This invention relates to a parallel arithmetic-logic processing device which may be conveniently employed as a computer for executing arithmetic operations in the fields of science and technology. More particularly, it relates to a parallel arithmetic-logic processing device in which, since matrix data having a voluminous data volume is frequently employed in the scientific and technical arithmetic/logic operations, a memory device for continuous data writing and reading is provided as storage means for writing and reading the matrix data for reducing the processing time and production costs.
It is not too much to state that recent development in technology is ascribable to enablement of the complex and large-scale scientific and technological calculations. In the course of the scientific and technological calculations, matrix operations, such as solution of extremely large size first-order simultaneous equations or calculation of eigenvalues of the matrices occur frequently. For the size (row by column) of the matrices of n.times.n, for example, the volume of the processing operations becomes equal to O(n.sup.3) for any of the calculations of the first-order simultaneous equations having the matrices as the coefficients, calculations of the inverse matrix, calculations of the eigenvalue of the matrix or the calculations of the eigenvector. Thus, if the number of the rows and/or the columns, that is the value of n, is increased, the volume of the processing operations is necessarily increased.
It is up to the today's computer to execute the voluminous operations quickly.
Although the processing speed of the central processing unit (CPU) of the up-to-date computer has been increased tremendously, it takes some prolonged time to have access to the memory, thus retarding the overall processing speed of the computer.
For possibly reducing the time necessary for having access to the memory, a computer has been developed in which a subsidiary memory known as a cache memory 102 capable of high-speed access despite its smaller storage capacity than that of a main memory 103 is provided between the CPU 101 and the main memory 103, as shown in FIG. 14.
With such computer, the necessary data is previously read out from the main memory 103 to the cache memory 102 over a bus line 105 so that the necessary data is read from the cache memory 102. Since the cache memory 102 permits of high-speed accessing, the processing operations may be executed more quickly.
On the other hand, there is known a so-called supercomputer having plural vector registers 117 for executing the same processing operations on lumped data, such as matrix operations, as shown in FIG. 15. For directly processing data contained in the vector registers 117, plural registers capable of directly accessing an adder for floating decimal point additive operations 110, a multiplier for a floating decimal point multiplicative operations 111 and a divider for a floating decimal point dividing operations 112 are arrayed in a one-dimensional pattern.

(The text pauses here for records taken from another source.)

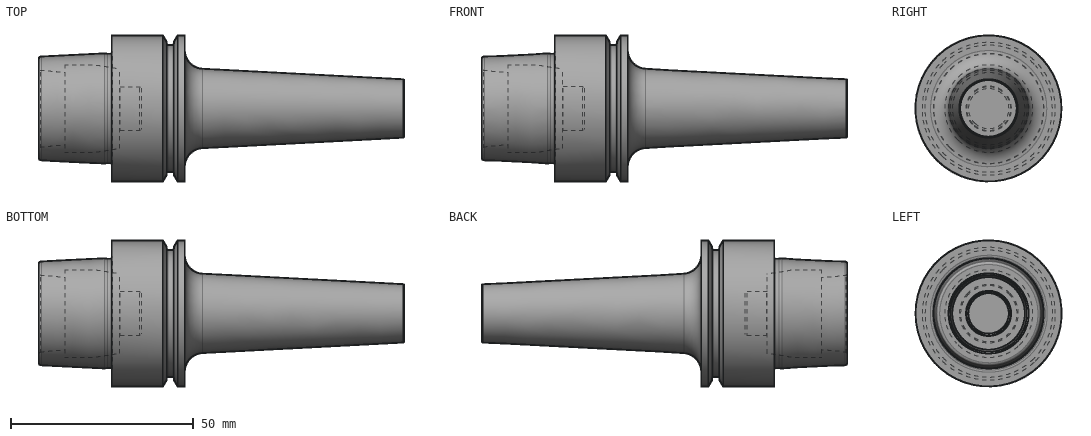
import cadquery as cq
import math

TOTAL_LENGTH = 100.0

TAPER_TIP_RADIUS = 14.2
TAPER_LENGTH = 18.0
TAPER_SLOPE = 1 / 20
TIP_ROUND = 0.8

UNDERCUT_RADIUS = 15.0
UNDERCUT_LEAD_ANGLE = 8.0
UNDERCUT_FACE_ANGLE = 8.0
UNDERCUT_FACE_RADIUS = 16.0
UNDERCUT_ROUND = 0.4

FLANGE_START = 20.0
FLANGE_END = 40.0
FLANGE_RADIUS = 20.0
GROOVE_CENTER = 36.0
GROOVE_MOUTH_WIDTH = 4.0
GROOVE_SLOT_WIDTH = 1.9
GROOVE_HALF_ANGLE = 30.0
GROOVE_FLOOR_RADIUS = 17.4
GROOVE_ROUND = 0.3

NOSE_END_RADIUS = 8.0
NOSE_ANGLE = 3.0
NOSE_CHAMFER = 0.3
NECK_ROUND = 5.0

MOUTH_RADIUS = 11.0
MOUTH_CHAMFER = 0.5
LIP_END_RADIUS = 9.9
LIP_END = 7.1
CHAMBER_RADIUS = 12.0
CHAMBER_DEPTH = 22.0
CHAMBER_TAPER_START = 15.0
CHAMBER_FLOOR_RADIUS = 10.9

HOLE_RADIUS = 6.0
HOLE_CHAMFER = 0.2
HOLE_DEPTH = 6.0
HOLE_BOTTOM_RADIUS = 5.5


def tan_deg(angle):
    return math.tan(math.radians(angle))


def add_round(profile, center, radius, start_angle, end_angle):
    """Run the profile to an arc's start and follow it; angles in degrees from +X."""
    def point(angle):
        turn = math.radians(angle)
        return (center[0] + radius * math.cos(turn), center[1] + radius * math.sin(turn))

    middle = point((start_angle + end_angle) / 2)
    return profile.lineTo(*point(start_angle)).threePointArc(middle, point(end_angle))


def add_taper(profile):
    """Tip round, then the taper widening towards the flange."""
    taper_angle = math.degrees(math.atan(TAPER_SLOPE))
    round_center_radius = TAPER_TIP_RADIUS + TAPER_SLOPE * TIP_ROUND
    round_center_radius -= TIP_ROUND / math.cos(math.radians(taper_angle))
    profile = add_round(profile, (TIP_ROUND, round_center_radius), TIP_ROUND, 180, 90 + taper_angle)
    return profile.lineTo(TAPER_LENGTH, TAPER_TIP_RADIUS + TAPER_SLOPE * TAPER_LENGTH)


def add_undercut(profile):
    """Shallow relief that also dips slightly into the flange face."""
    drop = TAPER_TIP_RADIUS + TAPER_SLOPE * TAPER_LENGTH - UNDERCUT_RADIUS
    profile = profile.lineTo(TAPER_LENGTH + drop / tan_deg(UNDERCUT_LEAD_ANGLE), UNDERCUT_RADIUS)
    center_radius = UNDERCUT_RADIUS + UNDERCUT_ROUND
    center_x = FLANGE_START + (UNDERCUT_FACE_RADIUS - center_radius) * tan_deg(UNDERCUT_FACE_ANGLE)
    center_x -= UNDERCUT_ROUND / math.cos(math.radians(UNDERCUT_FACE_ANGLE))
    profile = add_round(profile, (center_x, center_radius), UNDERCUT_ROUND, -90, UNDERCUT_FACE_ANGLE)
    return profile.lineTo(FLANGE_START, UNDERCUT_FACE_RADIUS)


def add_flange(profile):
    """Flange rim interrupted by a V groove with a narrow round-cornered slot."""
    mouth = GROOVE_MOUTH_WIDTH / 2
    slot = GROOVE_SLOT_WIDTH / 2
    slot_top = FLANGE_RADIUS - (mouth - slot) / tan_deg(GROOVE_HALF_ANGLE)
    corner_offset = slot - GROOVE_ROUND
    corner_radius = GROOVE_FLOOR_RADIUS + GROOVE_ROUND
    profile = profile.lineTo(FLANGE_START, FLANGE_RADIUS)
    profile = profile.lineTo(GROOVE_CENTER - mouth, FLANGE_RADIUS)
    profile = profile.lineTo(GROOVE_CENTER - slot, slot_top)
    profile = add_round(profile, (GROOVE_CENTER - corner_offset, corner_radius), GROOVE_ROUND, 180, 270)
    profile = add_round(profile, (GROOVE_CENTER + corner_offset, corner_radius), GROOVE_ROUND, 270, 360)
    profile = profile.lineTo(GROOVE_CENTER + slot, slot_top)
    profile = profile.lineTo(GROOVE_CENTER + mouth, FLANGE_RADIUS)
    return profile.lineTo(FLANGE_END, FLANGE_RADIUS)


def add_nose(profile):
    """Neck round tangent to the flange and to the nose cone, then the chamfered end."""
    slope = tan_deg(NOSE_ANGLE)
    center_x = FLANGE_END + NECK_ROUND
    center_radius = NOSE_END_RADIUS + slope * (TOTAL_LENGTH - center_x)
    center_radius += NECK_ROUND / math.cos(math.radians(NOSE_ANGLE))
    profile = add_round(profile, (center_x, center_radius), NECK_ROUND, 180, 270 - NOSE_ANGLE)
    profile = profile.lineTo(TOTAL_LENGTH - NOSE_CHAMFER, NOSE_END_RADIUS + slope * NOSE_CHAMFER)
    return profile.lineTo(TOTAL_LENGTH, NOSE_END_RADIUS - NOSE_CHAMFER)


def add_bore(profile):
    """Inner outline from the bottom of the blind hole back out to the bore mouth."""
    hole_end = CHAMBER_DEPTH + HOLE_DEPTH
    hole_bottom_chamfer = HOLE_RADIUS - HOLE_BOTTOM_RADIUS
    return (
        profile
        .lineTo(TOTAL_LENGTH, 0)
        .lineTo(hole_end, 0)
        .lineTo(hole_end, HOLE_BOTTOM_RADIUS)
        .lineTo(hole_end - hole_bottom_chamfer, HOLE_RADIUS)
        .lineTo(CHAMBER_DEPTH + HOLE_CHAMFER, HOLE_RADIUS)
        .lineTo(CHAMBER_DEPTH, HOLE_RADIUS + HOLE_CHAMFER)
        .lineTo(CHAMBER_DEPTH, CHAMBER_FLOOR_RADIUS)
        .lineTo(CHAMBER_TAPER_START, CHAMBER_RADIUS)
        .lineTo(LIP_END, CHAMBER_RADIUS)
        .lineTo(LIP_END, LIP_END_RADIUS)
        .lineTo(MOUTH_CHAMFER, MOUTH_RADIUS - MOUTH_CHAMFER)
    )


outline = cq.Workplane("XY").moveTo(0, MOUTH_RADIUS)
for add_section in (add_taper, add_undercut, add_flange, add_nose, add_bore):
    outline = add_section(outline)

result = outline.close().revolve(360, (0, 0, 0), (1, 0, 0))

Before the above-described supercomputer proceeds to the processing operations, data is pre-loaded from the main memory 121 to the vector registers 117 via data lines 118, 120 by the operations of a vector input/output circuit 119. The data loaded into the vector registers 117 is supplied over an input busline 113 to the arithmetic-logic units 110 to 112 to execute the processing operations. The processed data is supplied over an output busline 114 to the vector registers 117 so as to be re-written therein. The processed data, thus re-written in the vector registers 117, are read out by the vector input/output circuit 119 so as to be stored in the main memory 121.
With the supercomputer, arithmetic-logic operations may be executed in a lumped fashion by the vector registers 117. Besides, high-speed processing is rendered possible because of the pipelined operation up to storage of the processed data in the main memory 121.
However, with a computer employing such cache memory 102 as shown in FIG. 14, part of the entire data is stored in the cache memory 102, while the remaining data is stored in the main memory 103 in carrying out the processing operations. Consequently, if data necessary for the processing operations is not stored in the cache memory 102 by so-called mis-hit, it becomes necessary to read out data stored in the main memory 103 while the CPU 101 is in the stand-by state. As a result thereof, large-scale calculating operations cannot be executed quickly.
Besides, with the supercomputer shown in FIG. 15, the vector registers 117 are generally limited in capacities, so that, if desired to execute large-scale processing operations, it is not possible to store the entire data in the vector registers 117. Thus the data that cannot be stored in the vector registers 117 need to be read from the main memory 121 for storage in the vector registers 117. Since a lot of time is involved in reading out and storing the excess data, large-scale calculating operations cannot be executed quickly.
Meanwhile, the above problems may be overcome by providing, as the cache memory 102 and the vector registers 117, a subsidiary memory of a large storage capacity accessible at a high speed. However, such large capacity subsidiary memory accessible at the high speed is in need of a large mounting area and is expensive to increase the size and production costs of the computer.